When you reach the line in the data below that contains "DISC_RADIUS = 145.0", please start repeating lines exactly, and stop after the line that contains "half = CASE_WIDTH / 2 - inset", repeating nothing else.

((

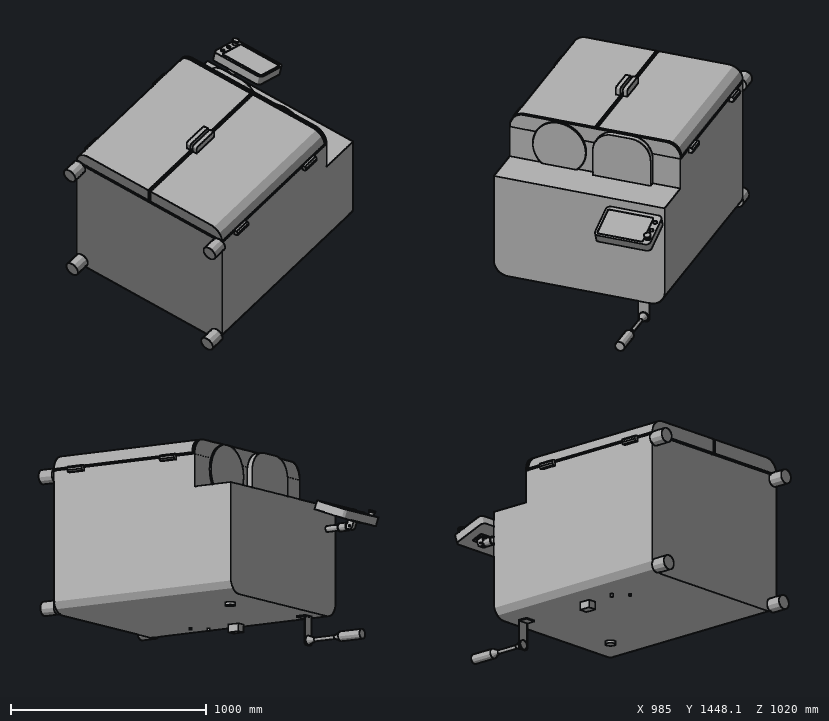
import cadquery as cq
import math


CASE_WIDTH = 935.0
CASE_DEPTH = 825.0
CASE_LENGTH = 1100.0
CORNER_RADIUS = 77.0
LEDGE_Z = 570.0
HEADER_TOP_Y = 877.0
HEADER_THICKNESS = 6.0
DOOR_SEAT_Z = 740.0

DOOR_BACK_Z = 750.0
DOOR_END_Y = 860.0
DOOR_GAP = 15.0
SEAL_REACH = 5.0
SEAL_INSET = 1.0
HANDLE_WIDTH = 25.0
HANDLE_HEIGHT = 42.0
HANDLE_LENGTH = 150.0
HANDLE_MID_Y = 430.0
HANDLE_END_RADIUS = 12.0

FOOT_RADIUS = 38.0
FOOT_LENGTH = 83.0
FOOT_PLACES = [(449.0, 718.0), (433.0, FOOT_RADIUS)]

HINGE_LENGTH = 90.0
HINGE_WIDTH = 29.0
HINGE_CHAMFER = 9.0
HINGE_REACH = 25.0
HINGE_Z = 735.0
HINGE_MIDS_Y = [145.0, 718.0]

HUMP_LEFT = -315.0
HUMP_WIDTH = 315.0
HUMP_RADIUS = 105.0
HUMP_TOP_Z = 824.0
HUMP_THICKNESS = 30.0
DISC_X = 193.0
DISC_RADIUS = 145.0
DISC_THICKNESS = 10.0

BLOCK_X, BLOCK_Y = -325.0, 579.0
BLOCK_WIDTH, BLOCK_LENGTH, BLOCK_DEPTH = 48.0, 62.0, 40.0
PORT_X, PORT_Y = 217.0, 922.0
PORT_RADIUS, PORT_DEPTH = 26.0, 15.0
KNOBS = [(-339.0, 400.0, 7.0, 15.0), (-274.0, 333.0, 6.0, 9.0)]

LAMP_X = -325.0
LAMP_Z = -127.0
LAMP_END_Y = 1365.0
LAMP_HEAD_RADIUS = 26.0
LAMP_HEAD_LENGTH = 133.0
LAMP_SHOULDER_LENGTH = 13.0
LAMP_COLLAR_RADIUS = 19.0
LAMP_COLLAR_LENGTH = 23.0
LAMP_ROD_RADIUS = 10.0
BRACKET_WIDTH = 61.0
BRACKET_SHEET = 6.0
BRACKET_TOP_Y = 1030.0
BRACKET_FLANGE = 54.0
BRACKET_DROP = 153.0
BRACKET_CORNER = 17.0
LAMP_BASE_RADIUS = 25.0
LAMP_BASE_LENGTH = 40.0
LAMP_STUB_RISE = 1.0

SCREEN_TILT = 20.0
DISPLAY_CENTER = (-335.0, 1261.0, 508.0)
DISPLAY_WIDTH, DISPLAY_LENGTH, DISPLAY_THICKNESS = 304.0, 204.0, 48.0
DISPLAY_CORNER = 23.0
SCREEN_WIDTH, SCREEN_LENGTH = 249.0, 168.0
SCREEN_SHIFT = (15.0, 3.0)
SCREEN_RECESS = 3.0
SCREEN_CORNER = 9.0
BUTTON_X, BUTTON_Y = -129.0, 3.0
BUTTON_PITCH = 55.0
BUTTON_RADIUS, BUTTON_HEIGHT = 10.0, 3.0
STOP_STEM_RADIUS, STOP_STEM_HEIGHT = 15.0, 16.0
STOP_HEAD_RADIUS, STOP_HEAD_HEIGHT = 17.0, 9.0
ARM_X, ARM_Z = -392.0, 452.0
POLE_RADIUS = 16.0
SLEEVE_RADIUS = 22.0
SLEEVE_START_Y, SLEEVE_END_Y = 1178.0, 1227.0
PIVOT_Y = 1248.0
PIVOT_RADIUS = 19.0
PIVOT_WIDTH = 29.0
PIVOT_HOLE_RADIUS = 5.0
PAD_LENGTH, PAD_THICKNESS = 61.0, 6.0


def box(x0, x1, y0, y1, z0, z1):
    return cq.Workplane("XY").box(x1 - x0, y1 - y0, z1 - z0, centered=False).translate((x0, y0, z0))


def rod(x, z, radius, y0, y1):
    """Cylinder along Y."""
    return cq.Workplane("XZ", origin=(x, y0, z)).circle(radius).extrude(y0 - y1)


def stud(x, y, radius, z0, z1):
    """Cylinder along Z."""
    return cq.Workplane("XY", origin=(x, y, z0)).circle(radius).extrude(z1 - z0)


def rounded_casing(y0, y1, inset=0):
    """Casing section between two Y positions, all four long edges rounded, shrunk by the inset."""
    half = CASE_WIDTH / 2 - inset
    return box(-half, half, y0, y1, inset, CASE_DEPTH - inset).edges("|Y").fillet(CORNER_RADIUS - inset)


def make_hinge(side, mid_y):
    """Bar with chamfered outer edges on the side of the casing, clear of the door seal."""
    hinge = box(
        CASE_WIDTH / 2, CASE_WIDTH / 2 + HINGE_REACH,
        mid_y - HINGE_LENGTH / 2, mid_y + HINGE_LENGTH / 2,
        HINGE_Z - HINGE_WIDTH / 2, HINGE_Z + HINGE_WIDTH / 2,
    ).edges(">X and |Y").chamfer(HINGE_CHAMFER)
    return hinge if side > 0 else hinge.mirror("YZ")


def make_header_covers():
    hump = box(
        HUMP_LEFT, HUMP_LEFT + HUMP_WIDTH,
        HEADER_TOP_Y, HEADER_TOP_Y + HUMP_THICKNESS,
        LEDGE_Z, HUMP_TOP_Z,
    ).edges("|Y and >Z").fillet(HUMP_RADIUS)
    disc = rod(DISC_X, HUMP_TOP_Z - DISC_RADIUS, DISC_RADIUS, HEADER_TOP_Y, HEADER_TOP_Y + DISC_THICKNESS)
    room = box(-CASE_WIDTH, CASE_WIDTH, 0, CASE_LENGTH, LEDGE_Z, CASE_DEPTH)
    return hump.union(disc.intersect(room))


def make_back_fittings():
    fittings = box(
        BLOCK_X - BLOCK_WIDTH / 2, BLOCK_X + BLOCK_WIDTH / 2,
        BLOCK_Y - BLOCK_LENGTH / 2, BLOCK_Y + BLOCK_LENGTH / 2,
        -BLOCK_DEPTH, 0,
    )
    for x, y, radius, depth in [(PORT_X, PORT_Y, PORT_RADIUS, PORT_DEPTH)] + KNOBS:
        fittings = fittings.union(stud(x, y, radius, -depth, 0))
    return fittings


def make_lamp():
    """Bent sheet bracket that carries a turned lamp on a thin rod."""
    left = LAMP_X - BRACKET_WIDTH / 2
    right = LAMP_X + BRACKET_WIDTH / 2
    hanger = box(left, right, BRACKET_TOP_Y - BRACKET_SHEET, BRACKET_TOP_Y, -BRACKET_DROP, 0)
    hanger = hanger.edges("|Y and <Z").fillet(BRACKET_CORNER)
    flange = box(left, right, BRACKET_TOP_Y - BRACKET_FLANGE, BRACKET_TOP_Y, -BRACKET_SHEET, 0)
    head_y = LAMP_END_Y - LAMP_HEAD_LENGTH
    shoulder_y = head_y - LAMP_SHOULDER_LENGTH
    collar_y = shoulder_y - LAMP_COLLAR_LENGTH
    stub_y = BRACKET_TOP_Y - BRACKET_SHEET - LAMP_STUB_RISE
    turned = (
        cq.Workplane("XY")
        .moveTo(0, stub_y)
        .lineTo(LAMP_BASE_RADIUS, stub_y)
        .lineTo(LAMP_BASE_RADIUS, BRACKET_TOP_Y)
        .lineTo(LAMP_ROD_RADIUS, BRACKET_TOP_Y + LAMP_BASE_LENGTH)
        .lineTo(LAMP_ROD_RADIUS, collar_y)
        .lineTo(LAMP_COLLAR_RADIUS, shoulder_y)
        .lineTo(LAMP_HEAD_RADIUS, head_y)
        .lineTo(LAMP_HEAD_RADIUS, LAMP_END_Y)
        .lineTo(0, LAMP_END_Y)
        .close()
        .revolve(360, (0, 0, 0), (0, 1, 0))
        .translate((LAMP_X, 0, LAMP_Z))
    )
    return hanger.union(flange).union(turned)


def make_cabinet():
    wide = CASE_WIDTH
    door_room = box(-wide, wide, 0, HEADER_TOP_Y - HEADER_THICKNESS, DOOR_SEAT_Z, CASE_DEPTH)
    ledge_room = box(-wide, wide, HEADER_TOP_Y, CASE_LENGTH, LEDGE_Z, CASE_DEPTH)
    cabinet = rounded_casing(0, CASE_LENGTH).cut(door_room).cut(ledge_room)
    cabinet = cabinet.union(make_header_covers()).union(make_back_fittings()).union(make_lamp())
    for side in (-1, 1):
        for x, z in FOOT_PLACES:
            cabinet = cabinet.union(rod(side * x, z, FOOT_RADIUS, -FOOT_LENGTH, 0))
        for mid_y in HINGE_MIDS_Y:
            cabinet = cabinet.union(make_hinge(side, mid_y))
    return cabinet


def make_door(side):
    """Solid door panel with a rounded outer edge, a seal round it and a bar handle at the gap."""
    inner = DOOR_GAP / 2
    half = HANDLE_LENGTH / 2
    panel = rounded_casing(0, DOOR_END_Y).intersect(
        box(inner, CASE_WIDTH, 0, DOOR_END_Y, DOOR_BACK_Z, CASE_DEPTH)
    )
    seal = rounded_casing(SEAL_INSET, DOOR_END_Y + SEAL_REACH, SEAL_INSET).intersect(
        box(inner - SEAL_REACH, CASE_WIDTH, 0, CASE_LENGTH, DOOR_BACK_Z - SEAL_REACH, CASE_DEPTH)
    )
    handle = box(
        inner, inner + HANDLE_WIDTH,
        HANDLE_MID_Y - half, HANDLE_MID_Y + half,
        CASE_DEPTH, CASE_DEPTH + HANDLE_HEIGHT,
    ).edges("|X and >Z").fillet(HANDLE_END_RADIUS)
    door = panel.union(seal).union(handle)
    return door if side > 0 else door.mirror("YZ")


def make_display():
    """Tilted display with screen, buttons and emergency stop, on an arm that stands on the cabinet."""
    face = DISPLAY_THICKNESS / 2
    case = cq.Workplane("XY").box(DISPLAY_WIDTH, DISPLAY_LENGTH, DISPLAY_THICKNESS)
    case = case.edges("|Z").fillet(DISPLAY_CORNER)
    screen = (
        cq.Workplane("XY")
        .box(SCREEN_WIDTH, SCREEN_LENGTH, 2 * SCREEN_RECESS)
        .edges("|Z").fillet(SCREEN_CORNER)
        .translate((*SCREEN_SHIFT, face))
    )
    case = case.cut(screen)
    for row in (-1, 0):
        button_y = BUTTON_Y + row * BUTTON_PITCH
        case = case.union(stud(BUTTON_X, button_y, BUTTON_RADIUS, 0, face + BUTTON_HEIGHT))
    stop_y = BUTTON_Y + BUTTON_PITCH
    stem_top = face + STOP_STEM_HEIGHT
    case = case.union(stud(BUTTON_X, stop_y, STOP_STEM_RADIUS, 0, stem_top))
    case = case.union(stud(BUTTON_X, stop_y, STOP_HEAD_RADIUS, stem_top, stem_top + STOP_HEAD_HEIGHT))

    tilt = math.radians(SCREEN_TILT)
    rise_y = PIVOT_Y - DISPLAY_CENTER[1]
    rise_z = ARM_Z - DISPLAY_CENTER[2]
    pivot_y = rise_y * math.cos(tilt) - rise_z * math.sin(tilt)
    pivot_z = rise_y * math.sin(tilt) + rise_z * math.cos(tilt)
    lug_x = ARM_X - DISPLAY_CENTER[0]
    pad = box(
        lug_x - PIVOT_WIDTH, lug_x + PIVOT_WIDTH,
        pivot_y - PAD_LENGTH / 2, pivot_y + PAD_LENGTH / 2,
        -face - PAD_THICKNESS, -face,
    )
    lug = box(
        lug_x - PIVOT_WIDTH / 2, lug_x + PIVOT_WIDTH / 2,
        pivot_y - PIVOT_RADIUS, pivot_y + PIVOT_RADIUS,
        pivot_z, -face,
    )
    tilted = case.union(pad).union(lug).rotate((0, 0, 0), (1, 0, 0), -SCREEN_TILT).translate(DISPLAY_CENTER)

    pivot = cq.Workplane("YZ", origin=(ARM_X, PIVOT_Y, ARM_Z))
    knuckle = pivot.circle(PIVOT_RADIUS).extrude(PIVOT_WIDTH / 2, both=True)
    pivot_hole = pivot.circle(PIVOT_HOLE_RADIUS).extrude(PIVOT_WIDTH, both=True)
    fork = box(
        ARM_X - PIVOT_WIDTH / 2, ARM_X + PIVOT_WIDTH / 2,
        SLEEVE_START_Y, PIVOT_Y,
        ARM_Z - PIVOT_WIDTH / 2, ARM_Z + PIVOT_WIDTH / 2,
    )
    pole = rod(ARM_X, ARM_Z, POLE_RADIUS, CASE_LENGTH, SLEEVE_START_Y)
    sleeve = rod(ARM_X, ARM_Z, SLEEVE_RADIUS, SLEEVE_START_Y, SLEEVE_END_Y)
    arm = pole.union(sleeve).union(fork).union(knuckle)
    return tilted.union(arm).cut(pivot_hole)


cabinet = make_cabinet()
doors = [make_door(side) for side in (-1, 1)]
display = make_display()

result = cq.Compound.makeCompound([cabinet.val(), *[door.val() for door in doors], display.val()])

))

◆ **Response for this exercise**
DISC_RADIUS = 145.0
DISC_THICKNESS = 10.0

BLOCK_X, BLOCK_Y = -325.0, 579.0
BLOCK_WIDTH, BLOCK_LENGTH, BLOCK_DEPTH = 48.0, 62.0, 40.0
PORT_X, PORT_Y = 217.0, 922.0
PORT_RADIUS, PORT_DEPTH = 26.0, 15.0
KNOBS = [(-339.0, 400.0, 7.0, 15.0), (-274.0, 333.0, 6.0, 9.0)]

LAMP_X = -325.0
LAMP_Z = -127.0
LAMP_END_Y = 1365.0
LAMP_HEAD_RADIUS = 26.0
LAMP_HEAD_LENGTH = 133.0
LAMP_SHOULDER_LENGTH = 13.0
LAMP_COLLAR_RADIUS = 19.0
LAMP_COLLAR_LENGTH = 23.0
LAMP_ROD_RADIUS = 10.0
BRACKET_WIDTH = 61.0
BRACKET_SHEET = 6.0
BRACKET_TOP_Y = 1030.0
BRACKET_FLANGE = 54.0
BRACKET_DROP = 153.0
BRACKET_CORNER = 17.0
LAMP_BASE_RADIUS = 25.0
LAMP_BASE_LENGTH = 40.0
LAMP_STUB_RISE = 1.0

SCREEN_TILT = 20.0
DISPLAY_CENTER = (-335.0, 1261.0, 508.0)
DISPLAY_WIDTH, DISPLAY_LENGTH, DISPLAY_THICKNESS = 304.0, 204.0, 48.0
DISPLAY_CORNER = 23.0
SCREEN_WIDTH, SCREEN_LENGTH = 249.0, 168.0
SCREEN_SHIFT = (15.0, 3.0)
SCREEN_RECESS = 3.0
SCREEN_CORNER = 9.0
BUTTON_X, BUTTON_Y = -129.0, 3.0
BUTTON_PITCH = 55.0
BUTTON_RADIUS, BUTTON_HEIGHT = 10.0, 3.0
STOP_STEM_RADIUS, STOP_STEM_HEIGHT = 15.0, 16.0
STOP_HEAD_RADIUS, STOP_HEAD_HEIGHT = 17.0, 9.0
ARM_X, ARM_Z = -392.0, 452.0
POLE_RADIUS = 16.0
SLEEVE_RADIUS = 22.0
SLEEVE_START_Y, SLEEVE_END_Y = 1178.0, 1227.0
PIVOT_Y = 1248.0
PIVOT_RADIUS = 19.0
PIVOT_WIDTH = 29.0
PIVOT_HOLE_RADIUS = 5.0
PAD_LENGTH, PAD_THICKNESS = 61.0, 6.0


def box(x0, x1, y0, y1, z0, z1):
    return cq.Workplane("XY").box(x1 - x0, y1 - y0, z1 - z0, centered=False).translate((x0, y0, z0))


def rod(x, z, radius, y0, y1):
    """Cylinder along Y."""
    return cq.Workplane("XZ", origin=(x, y0, z)).circle(radius).extrude(y0 - y1)


def stud(x, y, radius, z0, z1):
    """Cylinder along Z."""
    return cq.Workplane("XY", origin=(x, y, z0)).circle(radius).extrude(z1 - z0)


def rounded_casing(y0, y1, inset=0):
    """Casing section between two Y positions, all four long edges rounded, shrunk by the inset."""
    half = CASE_WIDTH / 2 - inset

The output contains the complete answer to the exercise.